--- RECORDS TO PROCESS Enclosed Below ---
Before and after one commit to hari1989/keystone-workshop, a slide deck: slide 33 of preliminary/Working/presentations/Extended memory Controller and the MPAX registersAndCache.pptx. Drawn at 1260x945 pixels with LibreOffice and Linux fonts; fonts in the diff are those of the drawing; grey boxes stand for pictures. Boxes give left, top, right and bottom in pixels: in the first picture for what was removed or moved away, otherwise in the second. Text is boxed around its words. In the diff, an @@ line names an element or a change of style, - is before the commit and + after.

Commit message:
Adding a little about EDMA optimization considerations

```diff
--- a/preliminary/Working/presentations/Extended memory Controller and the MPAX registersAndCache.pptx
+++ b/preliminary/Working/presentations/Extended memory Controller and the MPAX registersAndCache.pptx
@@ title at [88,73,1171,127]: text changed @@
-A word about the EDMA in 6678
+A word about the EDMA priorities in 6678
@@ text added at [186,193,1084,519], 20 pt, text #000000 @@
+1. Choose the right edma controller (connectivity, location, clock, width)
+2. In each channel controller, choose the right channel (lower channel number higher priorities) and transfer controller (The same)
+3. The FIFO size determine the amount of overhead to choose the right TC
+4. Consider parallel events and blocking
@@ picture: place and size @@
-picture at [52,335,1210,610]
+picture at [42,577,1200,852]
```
--- End of Enclosed RECORDS TO PROCESS ---
--- RECORDS TO PROCESS Enclosed Below ---
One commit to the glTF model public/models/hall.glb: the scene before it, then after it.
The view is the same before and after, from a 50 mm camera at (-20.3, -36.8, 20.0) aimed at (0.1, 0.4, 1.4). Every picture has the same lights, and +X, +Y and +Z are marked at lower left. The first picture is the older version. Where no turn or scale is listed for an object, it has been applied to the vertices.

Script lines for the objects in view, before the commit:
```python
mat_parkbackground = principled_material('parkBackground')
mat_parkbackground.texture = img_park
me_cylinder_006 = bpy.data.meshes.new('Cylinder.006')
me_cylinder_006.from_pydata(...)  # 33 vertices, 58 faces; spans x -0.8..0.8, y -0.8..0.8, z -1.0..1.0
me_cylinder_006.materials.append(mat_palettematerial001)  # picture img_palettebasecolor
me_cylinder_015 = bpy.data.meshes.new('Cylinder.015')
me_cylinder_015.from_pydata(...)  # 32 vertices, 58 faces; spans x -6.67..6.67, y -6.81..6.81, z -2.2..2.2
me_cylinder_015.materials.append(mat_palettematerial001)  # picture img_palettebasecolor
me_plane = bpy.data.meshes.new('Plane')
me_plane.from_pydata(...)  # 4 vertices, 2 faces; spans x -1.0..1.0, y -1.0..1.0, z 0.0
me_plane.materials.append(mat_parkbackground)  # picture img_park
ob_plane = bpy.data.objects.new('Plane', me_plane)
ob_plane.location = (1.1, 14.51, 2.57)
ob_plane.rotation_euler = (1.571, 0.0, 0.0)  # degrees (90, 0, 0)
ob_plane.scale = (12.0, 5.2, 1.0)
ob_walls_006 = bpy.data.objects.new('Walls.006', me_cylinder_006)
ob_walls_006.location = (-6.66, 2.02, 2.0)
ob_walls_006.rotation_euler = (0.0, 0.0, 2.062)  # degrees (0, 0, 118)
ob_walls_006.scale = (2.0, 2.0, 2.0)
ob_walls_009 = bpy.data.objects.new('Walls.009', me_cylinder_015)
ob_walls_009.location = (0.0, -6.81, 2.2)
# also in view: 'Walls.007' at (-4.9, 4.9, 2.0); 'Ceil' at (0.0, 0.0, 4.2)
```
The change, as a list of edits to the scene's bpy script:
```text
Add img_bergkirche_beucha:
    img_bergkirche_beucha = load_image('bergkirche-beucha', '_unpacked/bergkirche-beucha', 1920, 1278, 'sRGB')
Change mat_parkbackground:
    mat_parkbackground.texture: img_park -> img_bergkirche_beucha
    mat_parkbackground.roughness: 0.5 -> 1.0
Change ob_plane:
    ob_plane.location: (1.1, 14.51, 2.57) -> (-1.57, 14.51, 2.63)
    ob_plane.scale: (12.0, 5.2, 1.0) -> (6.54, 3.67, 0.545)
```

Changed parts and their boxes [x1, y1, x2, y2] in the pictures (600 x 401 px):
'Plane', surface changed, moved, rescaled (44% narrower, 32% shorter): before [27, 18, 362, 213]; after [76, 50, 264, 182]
--- End of Enclosed RECORDS TO PROCESS ---
--- RECORDS TO PROCESS Enclosed Below ---
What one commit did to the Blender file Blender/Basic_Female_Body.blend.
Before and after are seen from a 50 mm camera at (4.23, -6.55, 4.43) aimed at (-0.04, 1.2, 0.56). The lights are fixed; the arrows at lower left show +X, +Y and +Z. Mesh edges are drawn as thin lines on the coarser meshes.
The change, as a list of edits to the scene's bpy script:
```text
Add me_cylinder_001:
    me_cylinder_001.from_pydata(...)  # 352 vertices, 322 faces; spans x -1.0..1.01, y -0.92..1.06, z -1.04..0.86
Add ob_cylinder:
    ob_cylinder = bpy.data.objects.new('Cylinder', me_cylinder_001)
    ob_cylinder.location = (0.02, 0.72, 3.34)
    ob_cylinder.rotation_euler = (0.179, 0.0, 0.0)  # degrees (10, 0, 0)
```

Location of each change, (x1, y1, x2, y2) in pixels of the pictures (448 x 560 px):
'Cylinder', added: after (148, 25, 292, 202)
--- End of Enclosed RECORDS TO PROCESS ---
Please give the number of lines in the data above that include the string "priorities", and nothing else.

2